### [WHAT TO PRODUCE]
Please quote exactly the lines below from the line containing "Before and after one commit to GICI-UPV-EHU/Biosignals-HW, a" to the line containing "Also in this commit, not shown: 1 slide", both lines included, and nothing else.

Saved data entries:
_____

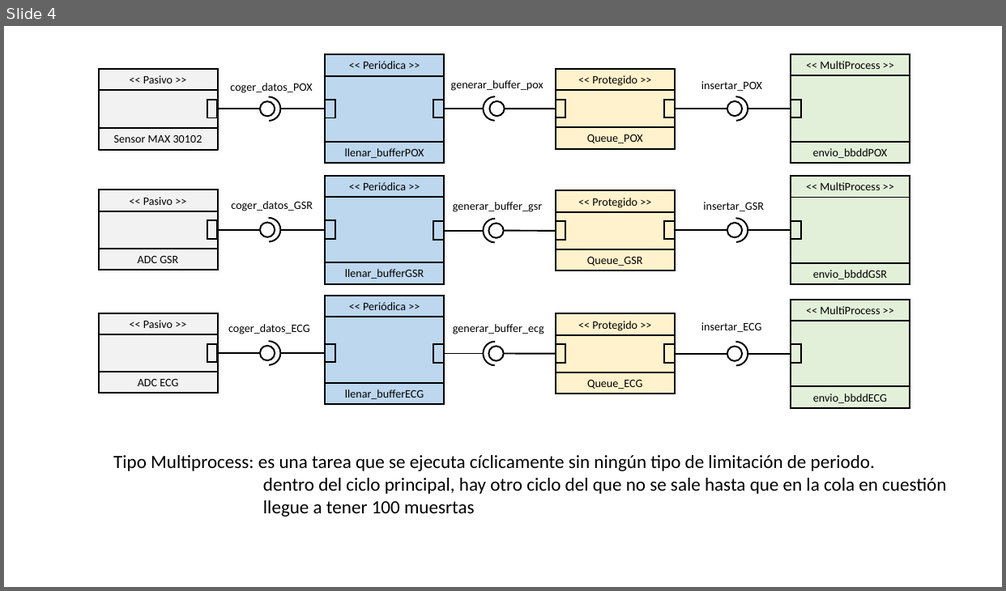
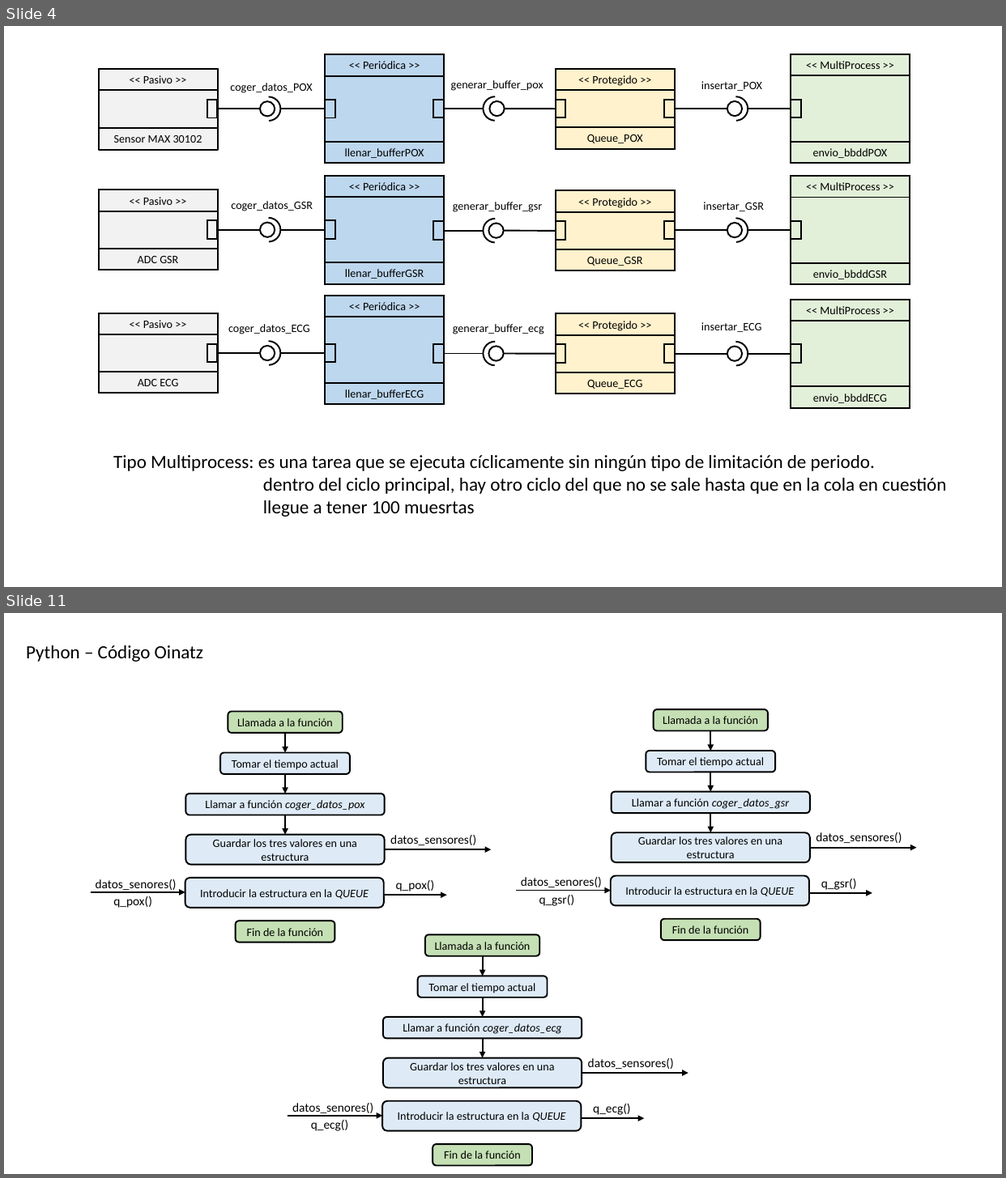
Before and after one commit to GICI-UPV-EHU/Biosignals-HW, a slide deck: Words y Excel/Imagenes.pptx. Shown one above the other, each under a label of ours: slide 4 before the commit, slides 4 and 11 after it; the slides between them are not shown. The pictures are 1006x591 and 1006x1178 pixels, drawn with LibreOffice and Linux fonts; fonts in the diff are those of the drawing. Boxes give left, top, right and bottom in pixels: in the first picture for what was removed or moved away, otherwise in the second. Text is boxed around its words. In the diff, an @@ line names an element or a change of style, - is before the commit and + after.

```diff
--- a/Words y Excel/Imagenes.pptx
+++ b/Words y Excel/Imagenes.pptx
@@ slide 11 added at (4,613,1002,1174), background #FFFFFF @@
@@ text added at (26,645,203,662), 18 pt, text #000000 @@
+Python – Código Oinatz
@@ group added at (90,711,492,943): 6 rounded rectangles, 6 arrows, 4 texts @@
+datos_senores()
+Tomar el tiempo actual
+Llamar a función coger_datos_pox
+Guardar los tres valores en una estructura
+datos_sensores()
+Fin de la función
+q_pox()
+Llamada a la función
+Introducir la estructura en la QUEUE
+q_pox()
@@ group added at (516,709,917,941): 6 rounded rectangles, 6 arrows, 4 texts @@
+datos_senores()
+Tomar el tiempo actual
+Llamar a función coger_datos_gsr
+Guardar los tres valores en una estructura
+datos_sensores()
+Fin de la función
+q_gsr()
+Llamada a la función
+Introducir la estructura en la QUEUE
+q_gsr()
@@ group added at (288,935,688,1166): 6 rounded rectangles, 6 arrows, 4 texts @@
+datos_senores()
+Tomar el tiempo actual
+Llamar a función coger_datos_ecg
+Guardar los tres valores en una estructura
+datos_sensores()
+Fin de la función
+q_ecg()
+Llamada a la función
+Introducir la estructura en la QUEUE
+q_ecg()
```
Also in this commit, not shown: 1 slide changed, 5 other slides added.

_____

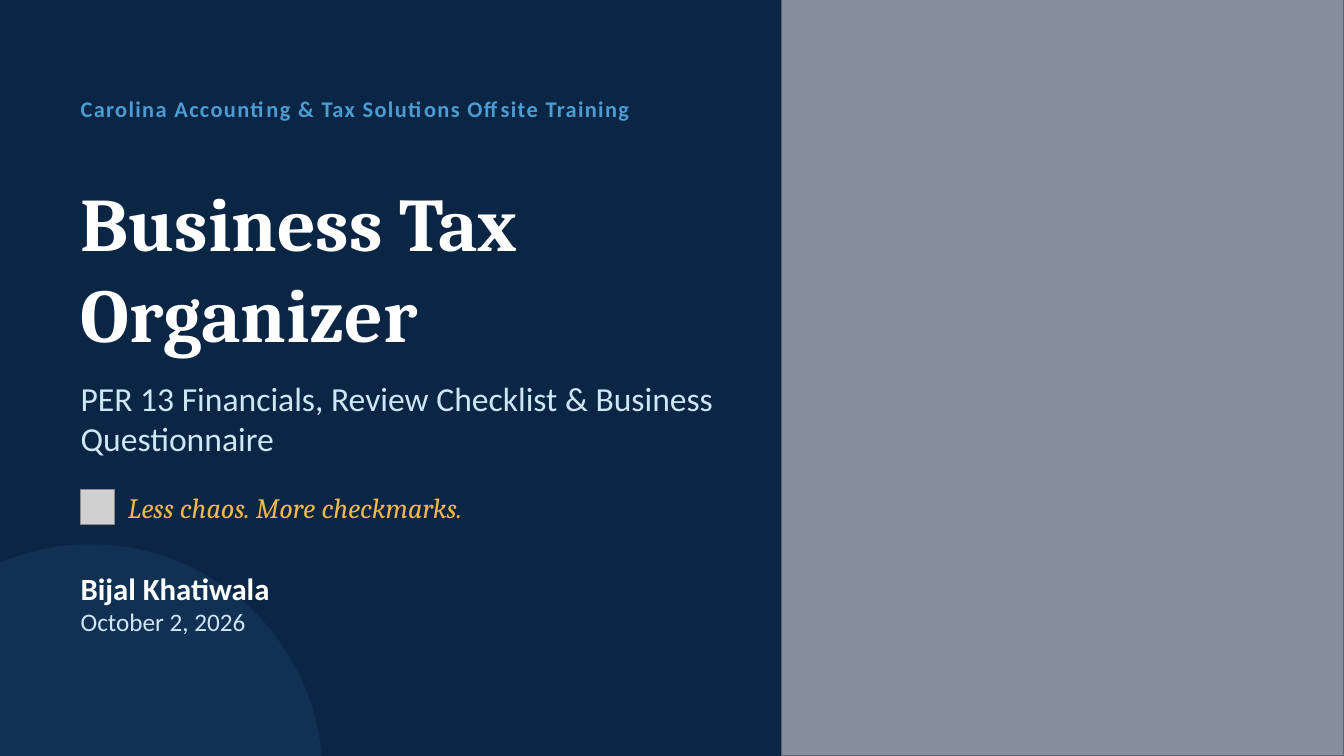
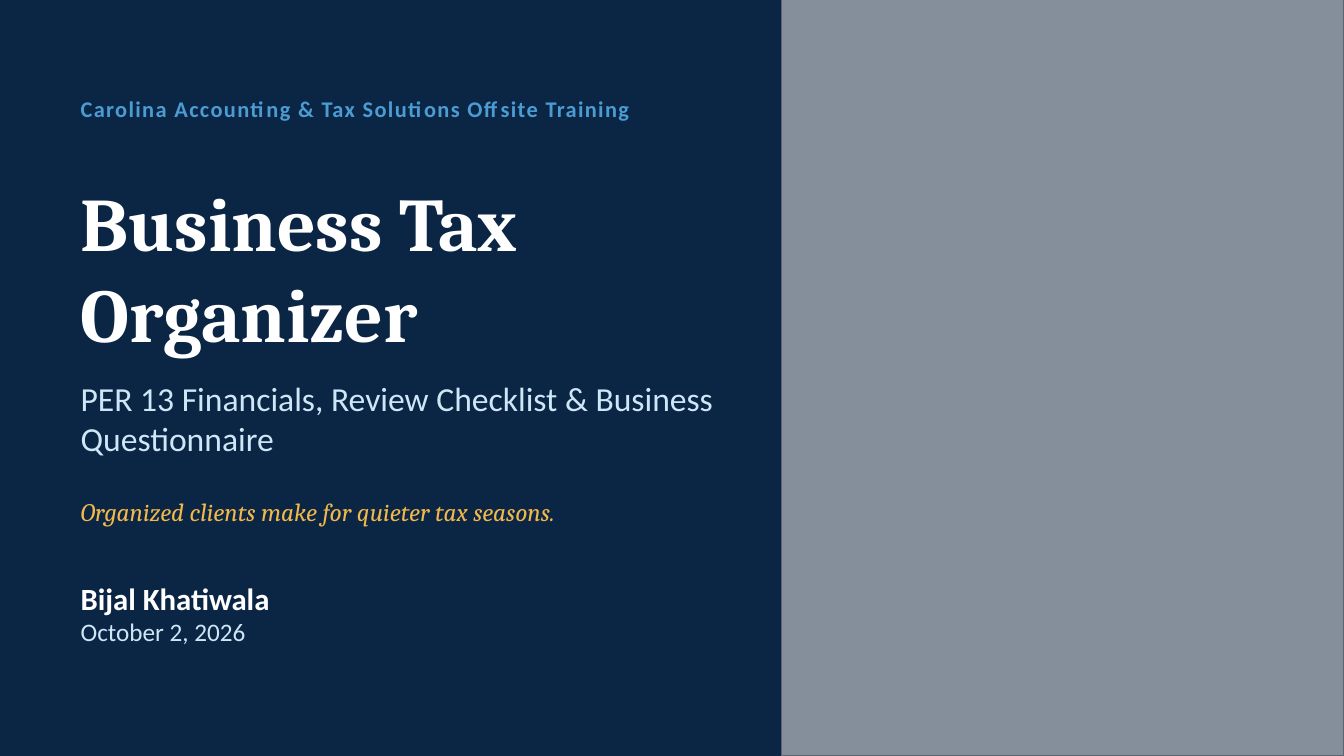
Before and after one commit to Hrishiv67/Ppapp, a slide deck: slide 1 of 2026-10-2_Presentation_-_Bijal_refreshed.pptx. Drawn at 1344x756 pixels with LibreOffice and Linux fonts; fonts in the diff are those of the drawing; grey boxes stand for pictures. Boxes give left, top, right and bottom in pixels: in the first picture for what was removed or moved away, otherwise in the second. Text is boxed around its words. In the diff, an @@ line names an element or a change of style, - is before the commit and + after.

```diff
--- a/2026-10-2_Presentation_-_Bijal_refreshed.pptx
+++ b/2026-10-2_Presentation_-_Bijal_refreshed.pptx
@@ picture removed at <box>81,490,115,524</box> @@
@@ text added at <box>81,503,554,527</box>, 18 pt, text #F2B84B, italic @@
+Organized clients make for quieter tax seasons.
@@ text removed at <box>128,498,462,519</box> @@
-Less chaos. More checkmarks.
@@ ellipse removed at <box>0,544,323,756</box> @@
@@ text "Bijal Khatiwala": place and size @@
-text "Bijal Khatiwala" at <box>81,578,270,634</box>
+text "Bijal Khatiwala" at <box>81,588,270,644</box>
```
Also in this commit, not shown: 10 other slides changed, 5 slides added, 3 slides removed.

_____

### [REPLY]
Before and after one commit to GICI-UPV-EHU/Biosignals-HW, a slide deck: Words y Excel/Imagenes.pptx. Shown one above the other, each under a label of ours: slide 4 before the commit, slides 4 and 11 after it; the slides between them are not shown. The pictures are 1006x591 and 1006x1178 pixels, drawn with LibreOffice and Linux fonts; fonts in the diff are those of the drawing. Boxes give left, top, right and bottom in pixels: in the first picture for what was removed or moved away, otherwise in the second. Text is boxed around its words. In the diff, an @@ line names an element or a change of style, - is before the commit and + after.

```diff
--- a/Words y Excel/Imagenes.pptx
+++ b/Words y Excel/Imagenes.pptx
@@ slide 11 added at (4,613,1002,1174), background #FFFFFF @@
@@ text added at (26,645,203,662), 18 pt, text #000000 @@
+Python – Código Oinatz
@@ group added at (90,711,492,943): 6 rounded rectangles, 6 arrows, 4 texts @@
+datos_senores()
+Tomar el tiempo actual
+Llamar a función coger_datos_pox
+Guardar los tres valores en una estructura
+datos_sensores()
+Fin de la función
+q_pox()
+Llamada a la función
+Introducir la estructura en la QUEUE
+q_pox()
@@ group added at (516,709,917,941): 6 rounded rectangles, 6 arrows, 4 texts @@
+datos_senores()
+Tomar el tiempo actual
+Llamar a función coger_datos_gsr
+Guardar los tres valores en una estructura
+datos_sensores()
+Fin de la función
+q_gsr()
+Llamada a la función
+Introducir la estructura en la QUEUE
+q_gsr()
@@ group added at (288,935,688,1166): 6 rounded rectangles, 6 arrows, 4 texts @@
+datos_senores()
+Tomar el tiempo actual
+Llamar a función coger_datos_ecg
+Guardar los tres valores en una estructura
+datos_sensores()
+Fin de la función
+q_ecg()
+Llamada a la función
+Introducir la estructura en la QUEUE
+q_ecg()
```
Also in this commit, not shown: 1 slide changed, 5 other slides added.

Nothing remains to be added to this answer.